Que doit faire la chambre ?
Doit-elle se borner à ordonner le dépôt de la pétition au bureau des
renseignements ? je ne le pense pas.
Je demande le renvoi de la
pétition à M. le ministre de l’intérieur avec demande d’explications, et dans le
cas, comme je n’en doute pas, où la chambre ordonnerait ce renvoi, je prends
l’engagement de renouveler la demande à M. le ministre, afin que les nombreux
malades qui ont reçu les soins de M. Lubin, et qu’il a abandonnés, sachent à
quoi s’en tenir.
M. Legrelle. - J’ai peu de chose à ajouter à ce que
vient de dire l’honorable préopinant. Il a dit presque tout ce que je voulais
dire. J’ajouterai qu’il est à ma connaissance que M. Lubin traité avec succès
des malheureux abandonnés par tous les médecins. Mais M. Lubin, ne voulant pas
contrevenir à la loi ni s’exposer à des poursuites judiciaires, s’est refusé à
leur continuer ses soins.
Messieurs, le motif principal
qui a fait désirer que le ministre s’occupât sérieusement de ce projet, c’est
qu’il s’agit ici de la vie de plusieurs personnes. S’il faut en croire ce que
dit un de nos honorables collègues, une personne à laquelle il porte un vif
intérêt fut abandonnée par les médecins ; M. Lubin changea bientôt le caractère
de la maladie ; mais M. Lubin ayant discontinué de donner ses soins à ce
malade, comme la guérison n’était pas complète, son état empire et l’on peut
craindre pour ses jours.
M.
Jullien. - On a beaucoup parlé du remède de M. Lubin. De nombreuses
réclamations ont été présentées, relativement à cet objet. Jusqu’à présent il
n’a pas été donné satisfaction aux pétitionnaires ; et la proposition de la
commission des pétitions n’avancerait pas davantage les choses.

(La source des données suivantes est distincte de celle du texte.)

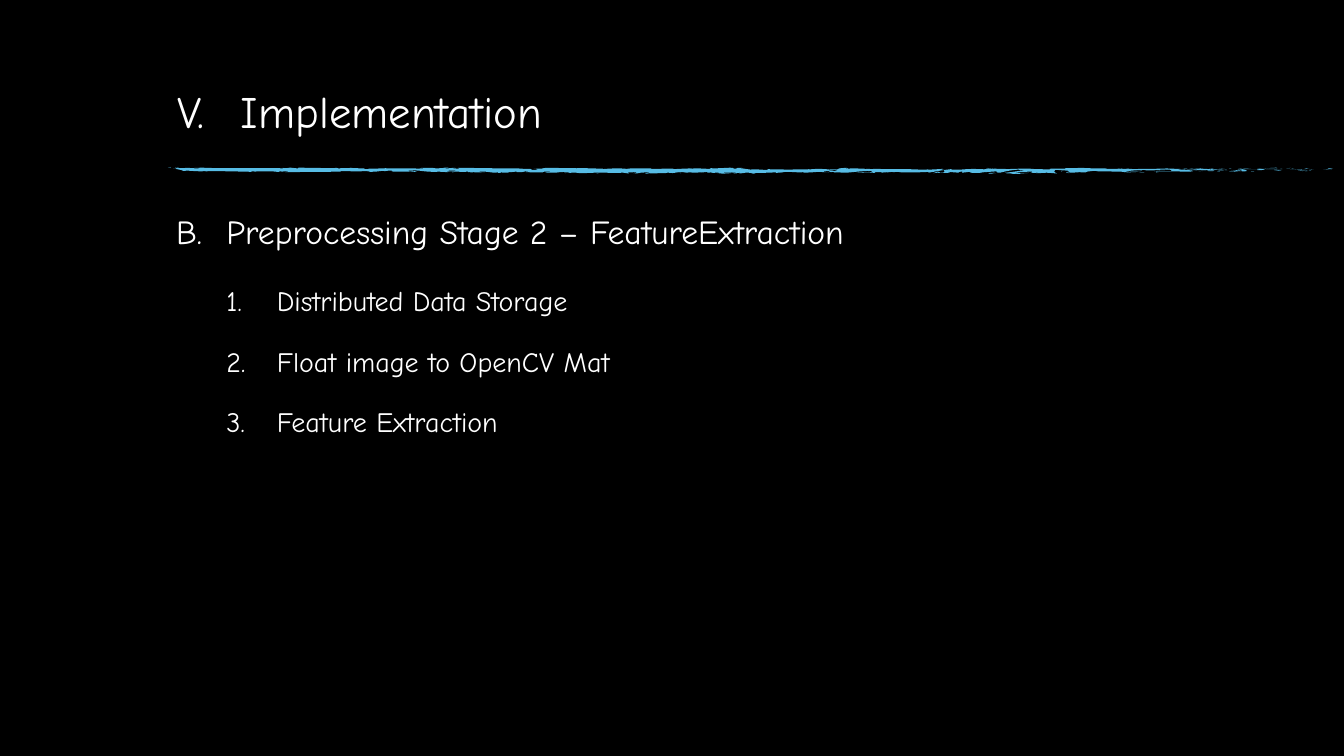
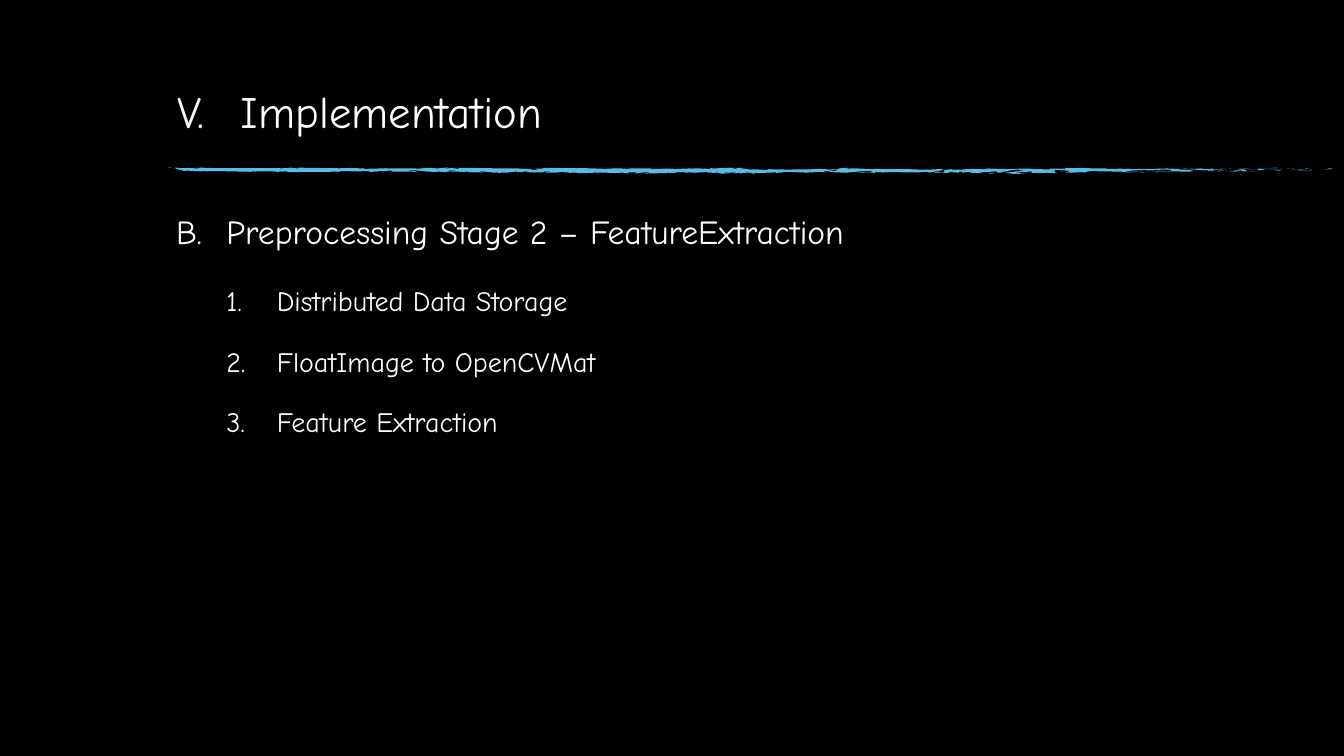
Before and after one commit to GatHors/ImageProcessing, a slide deck: slide 20 of Report & presentation/FinalReport_Gathors.pptm. Drawn at 1344x756 pixels with LibreOffice and Linux fonts; fonts in the diff are those of the drawing; background and template pictures are left out. Boxes give left, top, right and bottom in pixels: in the first picture for what was removed or moved away, otherwise in the second. Text is boxed around its words. In the diff, an @@ line names an element or a change of style, - is before the commit and + after.

```diff
--- a/Report & presentation/FinalReport_Gathors.pptm
+++ b/Report & presentation/FinalReport_Gathors.pptm
@@ text at [277,353,596,378]: text changed @@
-  2. Float image to OpenCV Mat
+  2. FloatImage to OpenCVMat
```
Also in this commit, not shown: 6 other slides changed.

Dans l’affaire de M. Lubin, il
y a un fait dominant ; c’est celui-ci : pendant que les docteurs dissertent, M.
Lubin guérit. Voyant que M. le ministre de la guerre nous demandait des
pensions pour deux ou trois cents soldats frappés de cécité, je l’ai engagé à
faire un essai. Il confia en effet dix soldats atteints d’ophtalmie à M. Lubin,
et ils furent guéris radicalement.
C’est un fait qui a été
attesté par M. le ministre de la guerre. C’est alors que les médecins ont jeté
à M. Lubin une espèce de défi : Prenez vos malades, nous prendrons les nôtres,
et on verra qui guérira le mieux. Mais on s’est arrangé de manière à faire
échouer inévitablement l’entreprise de M. Lubin : ces faits sont constatés de
manière à ce que la jalousie des médecins ne puisse les nier. Indépendamment
des soins que M. Lubin voulait prodiguer à nos jeunes soldats, vous savez que
c’est un philanthrope, qu’il traite les indigents avec le même zèle que les
autres : on prétend que 900 personnes réclament les soins de M. Lubin.
Mais, dit-on, son remède est
donc une panacée ? Non, ce n’est pas un remède universel ; seulement il a cet
immense avantage que, lorsqu’il ne fait pas de bien, il ne fait pas de mal.
Chez moi se sont présentés environ vingt pétitionnaires ; l’un me dit : Il m’a
guéri ; l’autre : Il a guéri mon fils.... De toutes parts on fait des démarches
pour que les membres de cette chambre s’intéressent à M. Lubin.
Renvoyer
la pétition au bureau des renseignements serait se jouer de M. Lubin et des
signataires du mémoire ; il faut la renvoyer aux ministres.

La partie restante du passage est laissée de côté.